### EXERCISE REQUIREMENTS
When the string "PREY" appears in a line of the records, show the whole line.
Top of PROVIDED DATA
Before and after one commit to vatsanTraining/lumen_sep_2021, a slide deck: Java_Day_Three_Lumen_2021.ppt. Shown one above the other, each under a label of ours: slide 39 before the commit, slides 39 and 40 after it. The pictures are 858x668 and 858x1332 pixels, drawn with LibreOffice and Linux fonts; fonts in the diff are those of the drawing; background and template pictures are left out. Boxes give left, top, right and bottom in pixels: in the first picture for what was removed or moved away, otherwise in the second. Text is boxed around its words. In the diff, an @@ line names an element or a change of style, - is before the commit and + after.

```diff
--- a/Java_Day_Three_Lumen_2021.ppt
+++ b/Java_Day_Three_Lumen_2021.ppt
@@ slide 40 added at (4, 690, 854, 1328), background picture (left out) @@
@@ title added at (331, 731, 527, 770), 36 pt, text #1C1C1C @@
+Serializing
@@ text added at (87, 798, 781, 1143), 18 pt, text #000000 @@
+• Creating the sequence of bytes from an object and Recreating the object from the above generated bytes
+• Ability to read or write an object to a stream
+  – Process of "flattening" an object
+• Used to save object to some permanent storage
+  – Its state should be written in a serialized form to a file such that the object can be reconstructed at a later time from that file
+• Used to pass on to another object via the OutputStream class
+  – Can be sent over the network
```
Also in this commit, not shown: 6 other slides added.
Bottom of PROVIDED DATA
Top of PROVIDED DATA
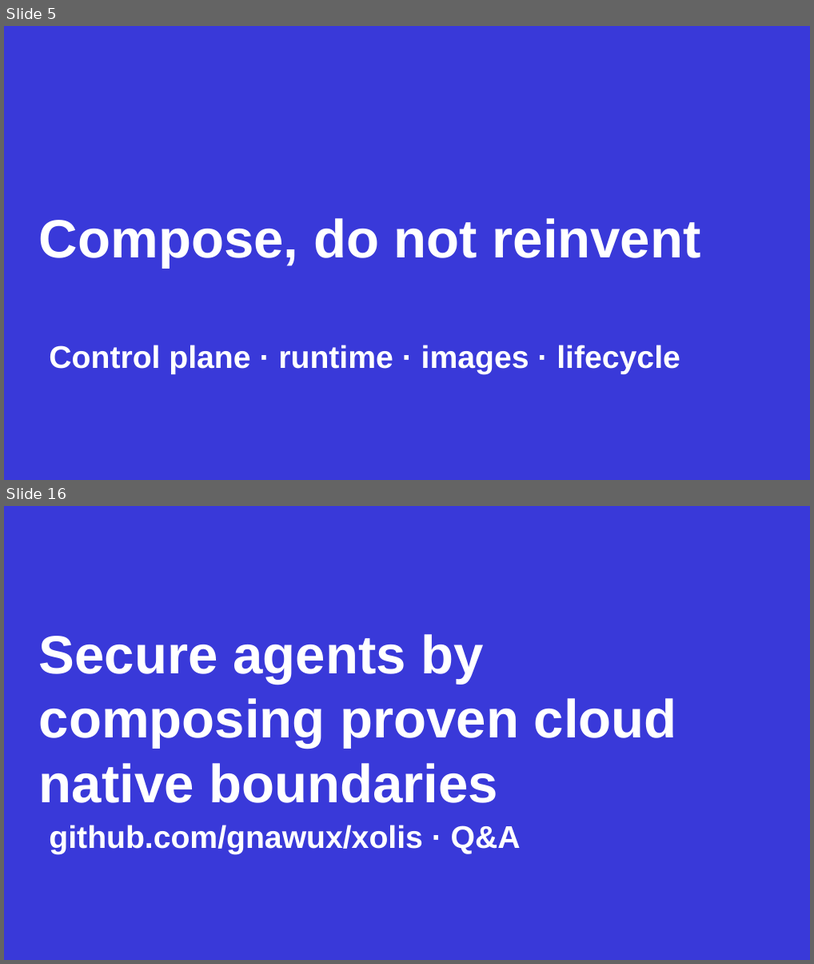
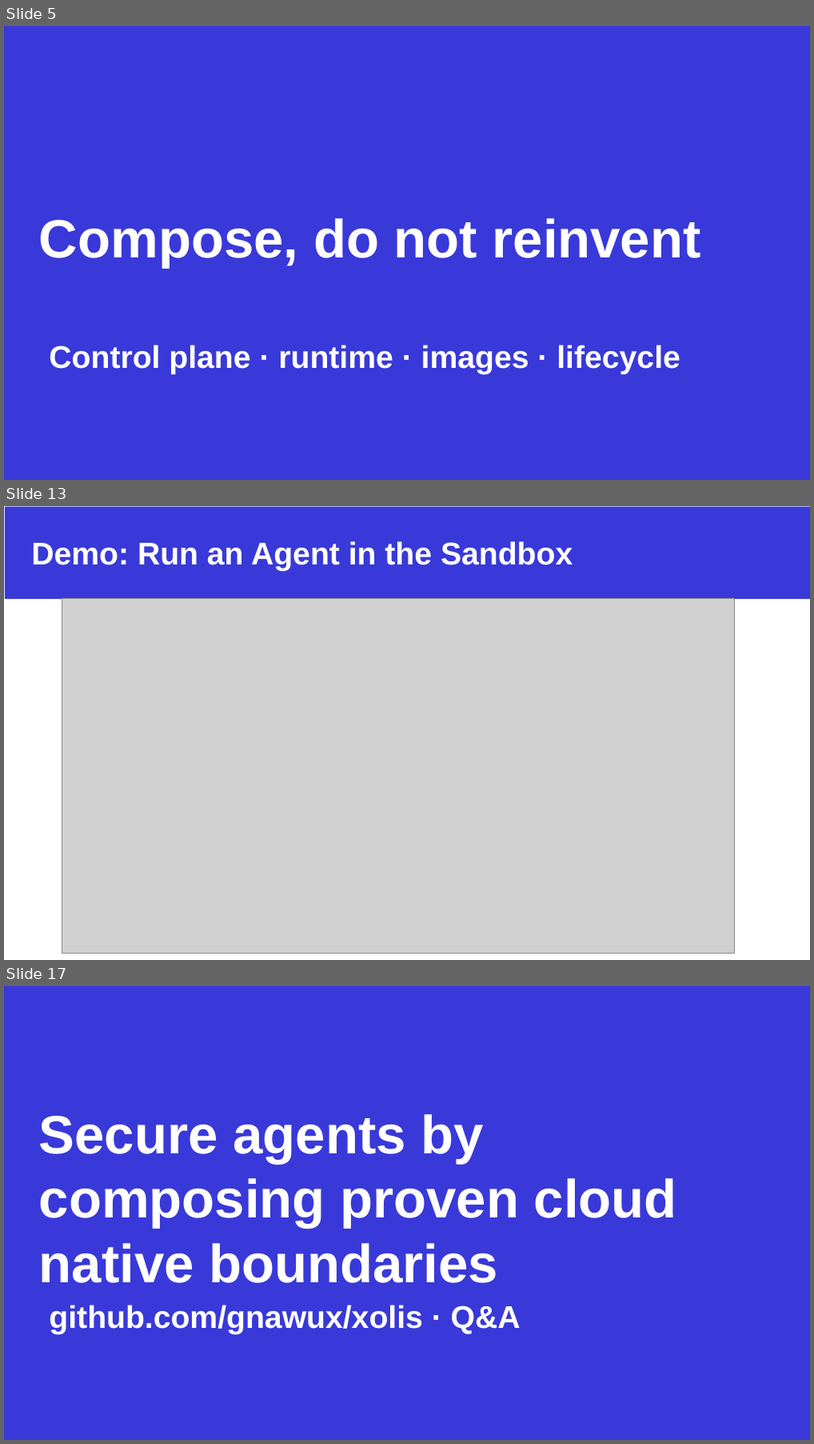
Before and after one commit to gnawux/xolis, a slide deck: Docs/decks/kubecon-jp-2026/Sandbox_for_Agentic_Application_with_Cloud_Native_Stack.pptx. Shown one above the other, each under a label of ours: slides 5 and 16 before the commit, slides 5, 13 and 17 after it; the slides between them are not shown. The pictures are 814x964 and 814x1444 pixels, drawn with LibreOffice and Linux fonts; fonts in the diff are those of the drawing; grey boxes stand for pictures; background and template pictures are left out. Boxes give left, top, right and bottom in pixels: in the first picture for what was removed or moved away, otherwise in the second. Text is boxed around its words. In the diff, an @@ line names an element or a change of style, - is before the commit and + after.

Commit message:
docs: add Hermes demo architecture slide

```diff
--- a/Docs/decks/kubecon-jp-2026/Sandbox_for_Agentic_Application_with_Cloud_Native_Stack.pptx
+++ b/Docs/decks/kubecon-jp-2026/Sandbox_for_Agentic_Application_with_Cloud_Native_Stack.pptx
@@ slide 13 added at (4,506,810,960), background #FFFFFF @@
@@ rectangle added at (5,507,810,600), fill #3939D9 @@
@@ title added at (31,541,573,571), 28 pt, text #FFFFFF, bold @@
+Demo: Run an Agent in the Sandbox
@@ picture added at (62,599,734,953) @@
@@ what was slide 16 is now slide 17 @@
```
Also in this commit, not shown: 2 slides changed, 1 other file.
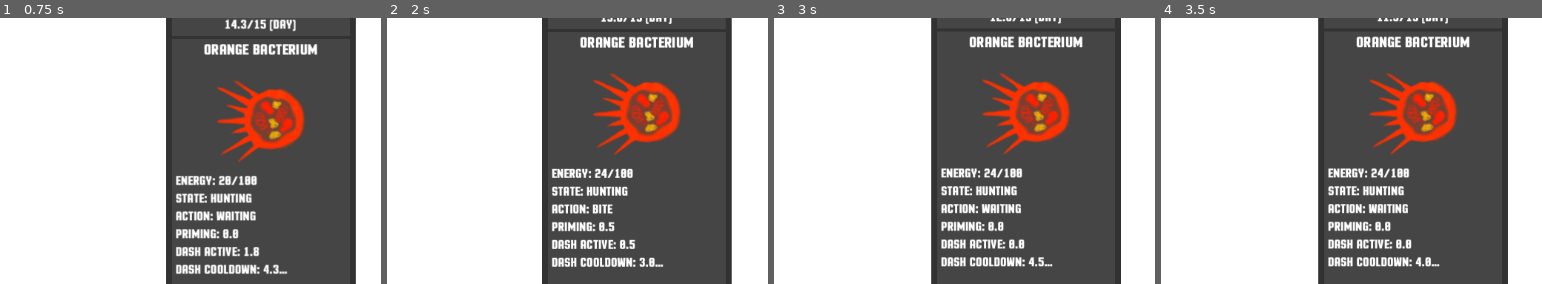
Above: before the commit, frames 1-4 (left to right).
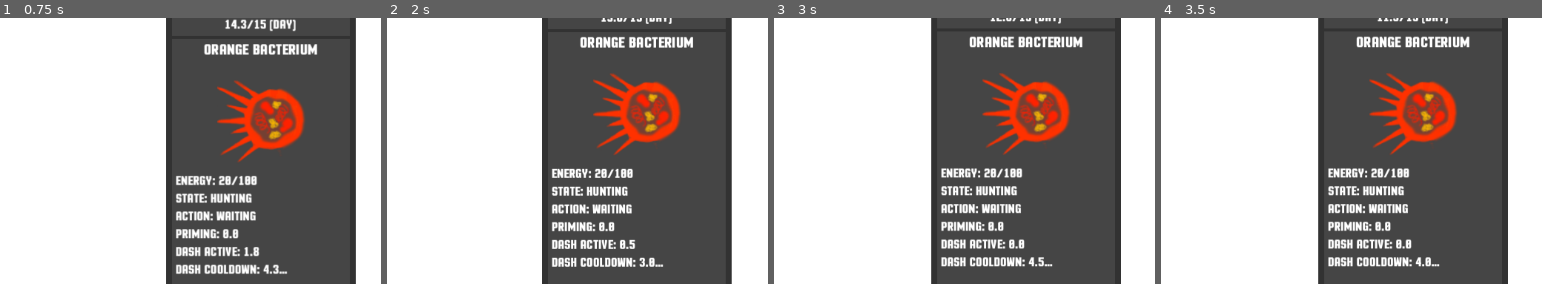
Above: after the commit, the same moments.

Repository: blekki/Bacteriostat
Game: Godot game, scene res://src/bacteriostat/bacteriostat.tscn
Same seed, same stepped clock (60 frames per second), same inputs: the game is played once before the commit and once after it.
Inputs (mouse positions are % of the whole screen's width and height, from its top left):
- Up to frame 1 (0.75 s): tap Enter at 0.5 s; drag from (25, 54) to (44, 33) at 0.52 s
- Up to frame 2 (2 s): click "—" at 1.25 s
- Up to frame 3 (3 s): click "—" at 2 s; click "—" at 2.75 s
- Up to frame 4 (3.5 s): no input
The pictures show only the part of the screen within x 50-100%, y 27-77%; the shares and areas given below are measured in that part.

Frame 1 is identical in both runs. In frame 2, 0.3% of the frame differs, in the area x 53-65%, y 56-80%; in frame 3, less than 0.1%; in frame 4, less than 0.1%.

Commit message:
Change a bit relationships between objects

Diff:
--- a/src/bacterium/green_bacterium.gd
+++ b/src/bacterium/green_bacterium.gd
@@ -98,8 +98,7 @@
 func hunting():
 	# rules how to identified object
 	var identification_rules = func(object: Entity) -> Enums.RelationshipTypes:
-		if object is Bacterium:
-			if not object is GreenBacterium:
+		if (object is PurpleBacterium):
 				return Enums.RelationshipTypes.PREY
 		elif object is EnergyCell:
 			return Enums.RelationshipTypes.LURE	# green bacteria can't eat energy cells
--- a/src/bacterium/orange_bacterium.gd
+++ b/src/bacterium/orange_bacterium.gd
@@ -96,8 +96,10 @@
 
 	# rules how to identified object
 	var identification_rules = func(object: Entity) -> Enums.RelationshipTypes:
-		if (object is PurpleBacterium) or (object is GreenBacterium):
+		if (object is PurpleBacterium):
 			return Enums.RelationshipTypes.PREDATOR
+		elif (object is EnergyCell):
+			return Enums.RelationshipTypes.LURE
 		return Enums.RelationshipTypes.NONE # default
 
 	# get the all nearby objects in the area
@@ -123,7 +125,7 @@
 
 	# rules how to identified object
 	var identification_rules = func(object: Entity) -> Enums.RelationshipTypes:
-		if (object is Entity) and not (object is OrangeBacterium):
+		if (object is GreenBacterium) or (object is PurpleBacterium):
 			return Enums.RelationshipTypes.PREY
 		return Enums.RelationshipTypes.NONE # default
Bottom of PROVIDED DATA
Top of PROVIDED DATA
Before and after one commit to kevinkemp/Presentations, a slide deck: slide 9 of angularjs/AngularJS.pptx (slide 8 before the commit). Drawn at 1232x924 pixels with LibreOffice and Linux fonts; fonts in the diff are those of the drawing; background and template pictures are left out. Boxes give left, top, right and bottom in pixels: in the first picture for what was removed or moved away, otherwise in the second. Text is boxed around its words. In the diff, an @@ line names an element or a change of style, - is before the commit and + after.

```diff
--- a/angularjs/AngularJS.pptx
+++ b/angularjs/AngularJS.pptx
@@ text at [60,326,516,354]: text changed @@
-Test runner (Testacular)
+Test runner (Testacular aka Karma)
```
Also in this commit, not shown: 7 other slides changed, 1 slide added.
Bottom of PROVIDED DATA
### RESPONSE AREA
 				return Enums.RelationshipTypes.PREY
 			return Enums.RelationshipTypes.PREY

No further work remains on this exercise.